(Encontro no 606)
Era tarde, o dia havia sido puxado no
trabalho, fomos às compras no supermercado.
Demoramos mais do que deveríamos acabou
anoitecendo, compramos mais do que poderíamos carregar numa moto, então
decidimos que uma de nós levaria um pouco das sacolas de moto e que a outra
levaria o restante de ônibus.
De onde eu estava o ônibus que eu
precisava era o 606, fui para o ponto de espera.
Chegando lá no ponto apenas uma moça
esperando. Era uma moça de cabelos coloridos, e a julgar pelo fato de que os
pontos de ônibus estão sempre cheios,
deduzi que devia ter acabado de passar
um por ali. Portanto, teríamos que esperar pelo menos uns 15 minutos até o
próximo.
Estava escuro, a moça estava encostada na
placa de sinalização do ponto.
Na verdade ela se encostava e desencostava
o tempo todo, não matinha o corpo quieto. Sua expressão era de raiva, ira,
chateação com uma leve sintonia de tristeza.
Eu fiquei uns minutos observando-a.
Era uma moça bonita!
Chegue mais perto dela, mas não muito
perto a ponto de incomodá-la.
Uma outra moça também cheias de sacolas
do mesmo supermercado parou pra falar com ela. Elas se abraçaram, ela sorriu
rapidamente e já fechou o sorriso, começou a reclamar de um imprevisto que
tinha acontecido a ponto de deixá-la nervosa.
Eu bisbilhoteira fiquei ouvindo a
conversa. Na verdade eu não tinha outra opção.
Ela roia os dedos e agitava os pés,
passava a mãos no peito como demonstração da fadiga e do estresse. É!
Definitivamente ela estava estressada. Irritada!
Cheguei perto dela bem sorridente. Li em
algum lugar que quando nós sorrimos para as pessoas, por empatia elas sorriem
também, pois o cérebro comanda estímulos simultâneos. Então cheguei mais perto
sorridente, bem sorridente! Ela sorriu de volta!
Era um sorriso lindo, numa moça de
cabelo colorido.
Lamentei o mal-entendido ocorrido com
ela. E então ela começou a falar sem parar a mesma história que tinha acabado
de falar pra outra moça, que já havia se despedido.
Eu fui sorrindo e falando pra ela se
manter calma, e fui ouvindo o que ela dizia. E ela falava, falava, falava…

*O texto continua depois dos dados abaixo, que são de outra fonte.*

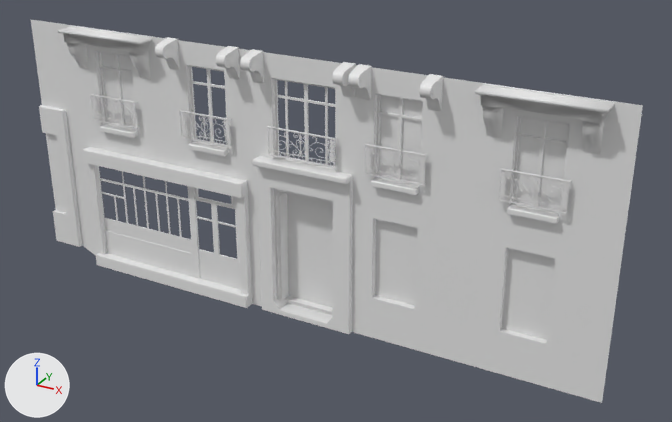
What one commit did to the FBX model LD48/Assets/GraphicBank/Mesh/ENV_Batiment_01.fbx.
Rendered twice from a 50 mm camera at (14.7, -23.3, 15.3) aimed at (1.9, 0.1, 3.6). Lighting does not change. The marker at lower left points along +X, +Y and +Z. Materials are left out; every surface is plain grey. Where no turn or scale is listed for an object, it has been applied to the vertices. Vertices at the same position are counted once.

The first picture shows 'ENV_Batiment_02'.
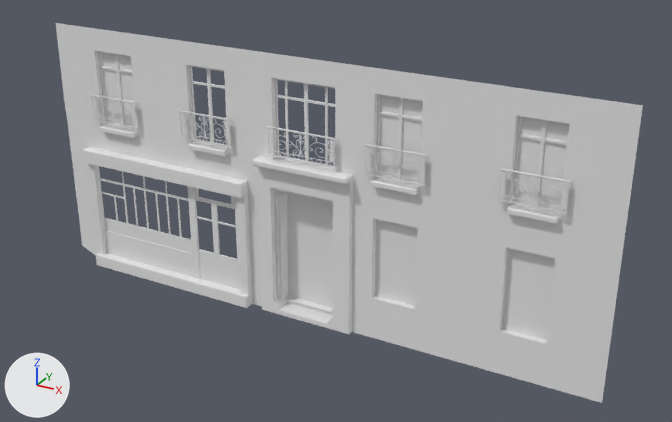
The newer file is also turned or shifted as a whole; pictures and numbers use the older file's frame.

Boxes (x1, y1, x2, y2) around the edits, measured in the pictures (672 x 422 px):
'ENV_Batiment_02', reshaped
    before: (31, 20, 643, 403)
    after: (56, 23, 643, 403)
part 1 of me_cube_005, deleted
    before: (58, 27, 614, 155)
part 2 of me_cube_005, deleted
    before: (31, 20, 82, 247)

What the commit changed:
me_cube_005 is used by ob_env_batiment_02; location (0.0, 0.0, 0.0).
me_cube_005 had 12640 vertices, 22128 faces and spanned x -9.8..10.7, y -1.0..0.2, z -0.3..8.5.
me_cube_005 now has 12102 vertices, 21682 faces and spans x -8.7..10.7, y -0.7..0.2, z -0.3..8.4.
me_cube_005 part 1: 8 loose pieces with 500 vertices, spanning x -8.0..10.0, y -1.0..-0.3, z 6.8..8.5, are deleted.
Part 2, on me_cube_005:
38 vertices are removed from x -9.8..-8.7, y -0.5..-0.3, z 0.1..8.4.
34 faces are deleted.
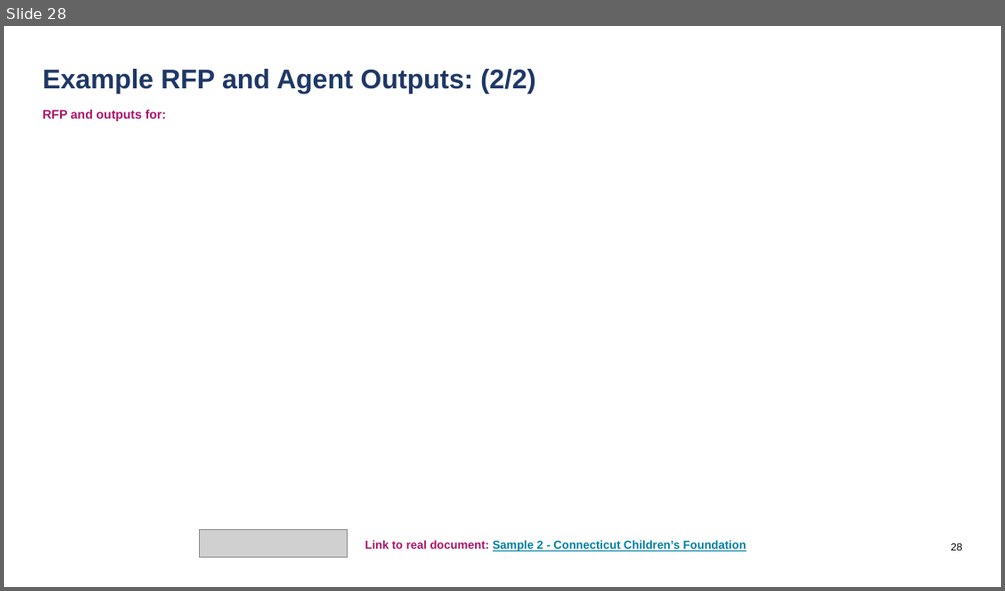
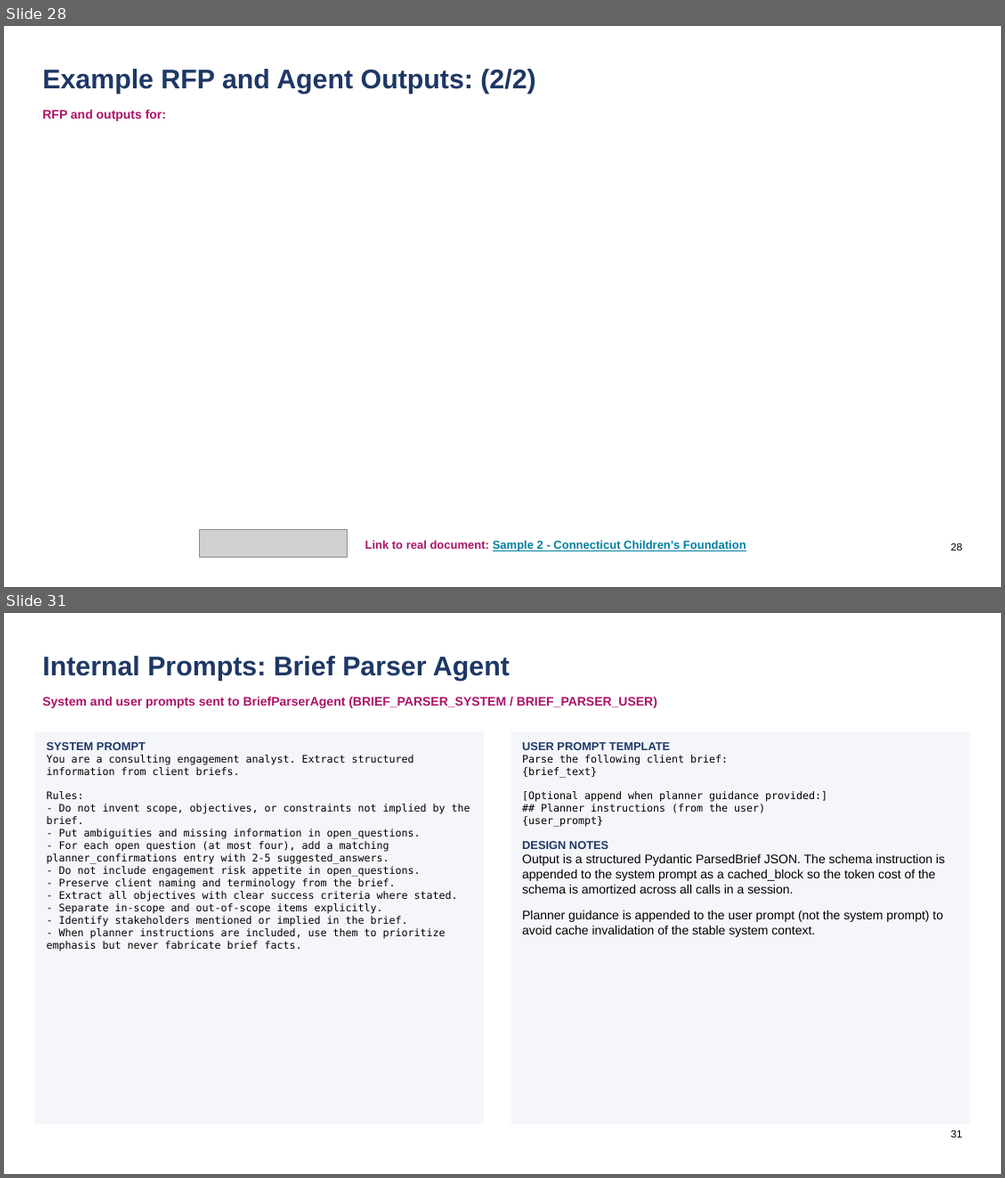
Before and after one commit to sohenpatel22/Consulting-Workplan-Agent, a slide deck: APS1049 Team 2 Final Presentation.pptx. Shown one above the other, each under a label of ours: slide 28 before the commit, slides 28 and 31 after it; the slides between them are not shown. The pictures are 1005x591 and 1005x1178 pixels, drawn with LibreOffice and Linux fonts; fonts in the diff are those of the drawing; grey boxes stand for pictures; background and template pictures are left out. Boxes give left, top, right and bottom in pixels: in the first picture for what was removed or moved away, otherwise in the second. Text is boxed around its words. In the diff, an @@ line names an element or a change of style, - is before the commit and + after.

```diff
--- a/APS1049 Team 2 Final Presentation.pptx
+++ b/APS1049 Team 2 Final Presentation.pptx
@@ slide 31 added at bbox=[4, 613, 1001, 1174], background #FFFFFF @@
@@ title added at bbox=[42, 656, 510, 681], 26 pt, text #1E3765, bold @@
+Internal Prompts: Brief Parser Agent
@@ text added at bbox=[42, 697, 657, 708], 12 pt, text #AB1368, bold @@
+System and user prompts sent to BriefParserAgent (BRIEF_PARSER_SYSTEM / BRIEF_PARSER_USER)
@@ rectangle added at bbox=[35, 732, 484, 1125], fill #F4F6FA, 10 pt, text #000000 @@
+SYSTEM PROMPT
+You are a consulting engagement analyst. Extract structured information from client briefs.
+Rules:
+- Do not invent scope, objectives, or constraints not implied by the brief.
+- Put ambiguities and missing information in open_questions.
+- For each open question (at most four), add a matching planner_confirmations entry with 2-5 suggested_answers.
+- Do not include engagement risk appetite in open_questions.
+- Preserve client naming and terminology from the brief.
+- Extract all objectives with clear success criteria where stated.
+- Separate in-scope and out-of-scope items explicitly.
+- Identify stakeholders mentioned or implied in the brief.
+- When planner instructions are included, use them to prioritize emphasis but never fabricate brief facts.
@@ rectangle added at bbox=[511, 732, 971, 1125], fill #F4F6FA, 12 pt, text #000000 @@
+USER PROMPT TEMPLATE
+Parse the following client brief:
+{brief_text}
+[Optional append when planner guidance provided:]
+## Planner instructions (from the user)
+{user_prompt}
+DESIGN NOTES
+Output is a structured Pydantic ParsedBrief JSON. The schema instruction is appended to the system prompt as a cached_block so the token cost of the schema is amortized across all calls in a session.
+Planner guidance is appended to the user prompt (not the system prompt) to avoid cache invalidation of the stable system context.
@@ page number added at bbox=[951, 1130, 963, 1137], 10 pt, text #000000 @@
+31
```
Also in this commit, not shown: 4 other slides added, 9 other files.
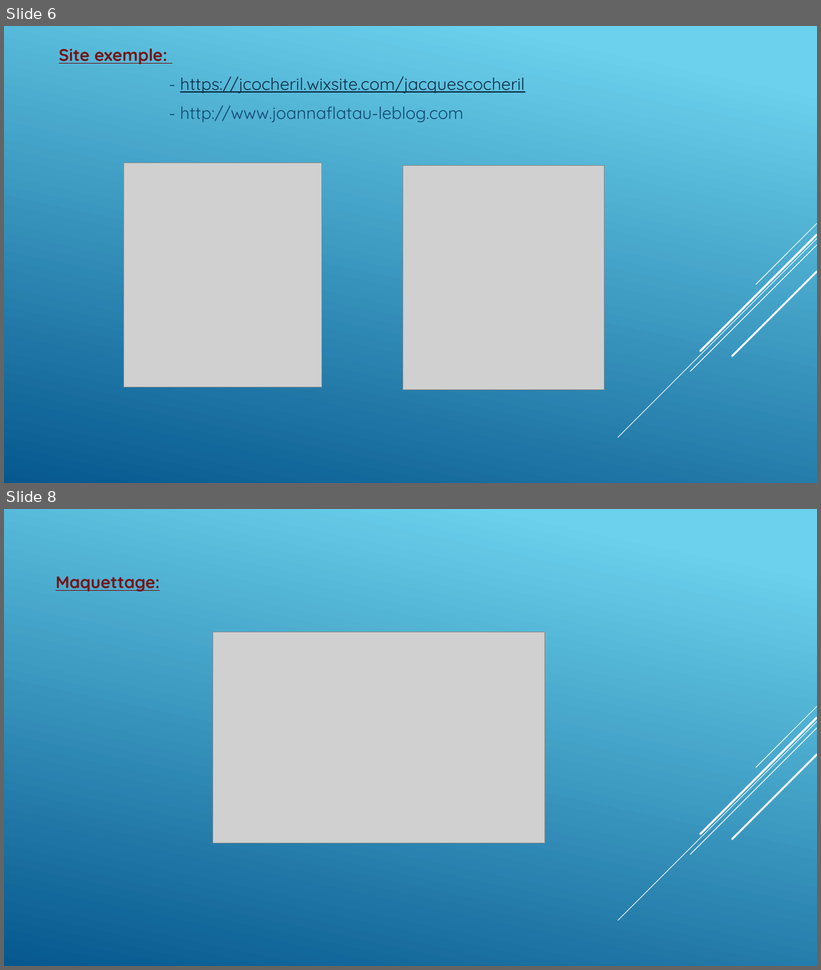
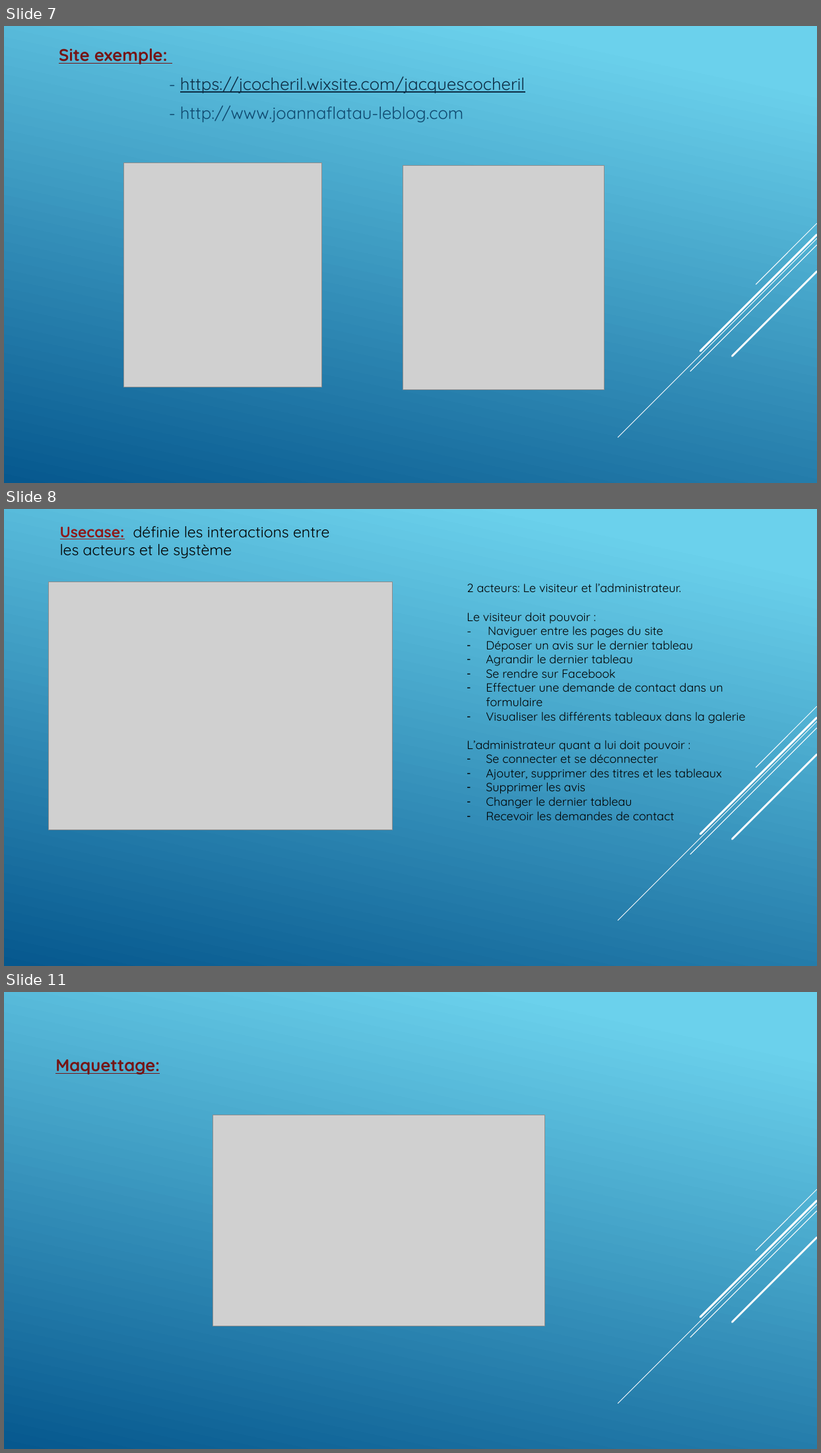
Before and after one commit to GillesP-dev/FilRouge, a slide deck: CDC/L_artiste.pptx. Shown one above the other, each under a label of ours: slides 6 and 8 before the commit, slides 7, 8 and 11 after it; the slides between them are not shown. The pictures are 821x970 and 821x1453 pixels, drawn with LibreOffice and Linux fonts; fonts in the diff are those of the drawing; grey boxes stand for pictures. Boxes give left, top, right and bottom in pixels: in the first picture for what was removed or moved away, otherwise in the second. Text is boxed around its words. In the diff, an @@ line names an element or a change of style, - is before the commit and + after.

```diff
--- a/CDC/L_artiste.pptx
+++ b/CDC/L_artiste.pptx
@@ slide 8 added at box(4, 509, 817, 966), background gradient #6ED2EB to #06588E; not listed: 5 template elements that a slide beside it also shows @@
@@ text added at box(60, 526, 329, 559), 18 pt, text #000000 @@
+Usecase: définie les interactions entre les acteurs et le système
@@ picture added at box(48, 582, 393, 830) @@
@@ text added at box(467, 584, 746, 821), 14 pt, text #000000 @@
+2 acteurs: Le visiteur et l’administrateur.
+Le visiteur doit pouvoir :
+- Naviguer entre les pages du site
+– Déposer un avis sur le dernier tableau
+– Agrandir le dernier tableau
+– Se rendre sur Facebook
+– Effectuer une demande de contact dans un formulaire
+– Visualiser les différents tableaux dans la galerie
+L’administrateur quant a lui doit pouvoir :
+– Se connecter et se déconnecter
+– Ajouter, supprimer des titres et les tableaux
+– Supprimer les avis
+– Changer le dernier tableau
+– Recevoir les demandes de contact
@@ what was slide 6 is now slide 7 @@
@@ what was slide 8 is now slide 11 @@
```
Also in this commit, not shown: 3 slides changed, 6 other slides added, 5 other files.

O ônibus 606 chegou e eu fiz questão de
me sentar perto dela.
Aí ela continuava falando sem me olhar
nos olhos, acho que isso se dava pela falta de intimidade e pelo ânimo exaltado
que ela estava. Eu falei sobre mim, e ela sobre ela.
Ela não percebeu, mas depois de
desabafar, pelo menos naquele momento ela ficou calma.
Bem, pelo menos aparentemente! Por que ela
já não demonstrava isso em sua expressão facial e corporal. Os pés já havia se
acalmando. E as pernas também já haviam parado de se balançar. O corpo não
estava mais na defensiva.
Estava perto do meu ponto de descida.
Eu a cumprimentei, disse que ficasse calma
por que ela era mesmo linda e jovem pra ficar estressada. Tentei animá-la com a
afirmação que estresse causa rugas.
Abri minha bolsa, tirei um dos meus cartões
de visita e disse que escrevia coisas. Estendi a mão e entreguei-o pra ela. Ela
aceitou.
Como poeta é meio que médico de almas,
eu recomendei eu ela lesse poesias pra ficar mais leve. Eu sorri, ela sorriu. Estendi
a mão com um gesto de adeus, e ela também.
Hoje já tem três dias que isso
aconteceu, e isso foi só uma cena do cotidiano, eu sei.
Mas senti que precisava escrever a
importância desde encontro do acaso.
Raramente ando de ônibus, nunca demoro
no supermercado, sempre compro o que consigo carregar, e neste dia o universo
conspirou para que eu precisasse utilizar os serviços do 606. O universo
conspirou para que eu a encontrasse e a ouvisse.
No meio da correria do dia a dia, de
repente tudo o que nós precisamos é de alguém que se disponha em parar pra nos ouvir,
é alguém que apenas sorria para nós.
Acho que só estamos precisando um pouco
disso, entende?
De alguém que pare e nos ouça, nos olhe,
nos abrace ou apenas sorria.
E eu ainda estou aqui pensando em como
encaixar neste texto o que mais me encantou nela no primeiro impacto do olhar, com
toda certeza foram os cabelos coloridos. Como eu poderia me conter em escrever
sobre a conspiração do universo a um encontro com aquela moça de cabelos
coloridos no ônibus 606? Não poderia!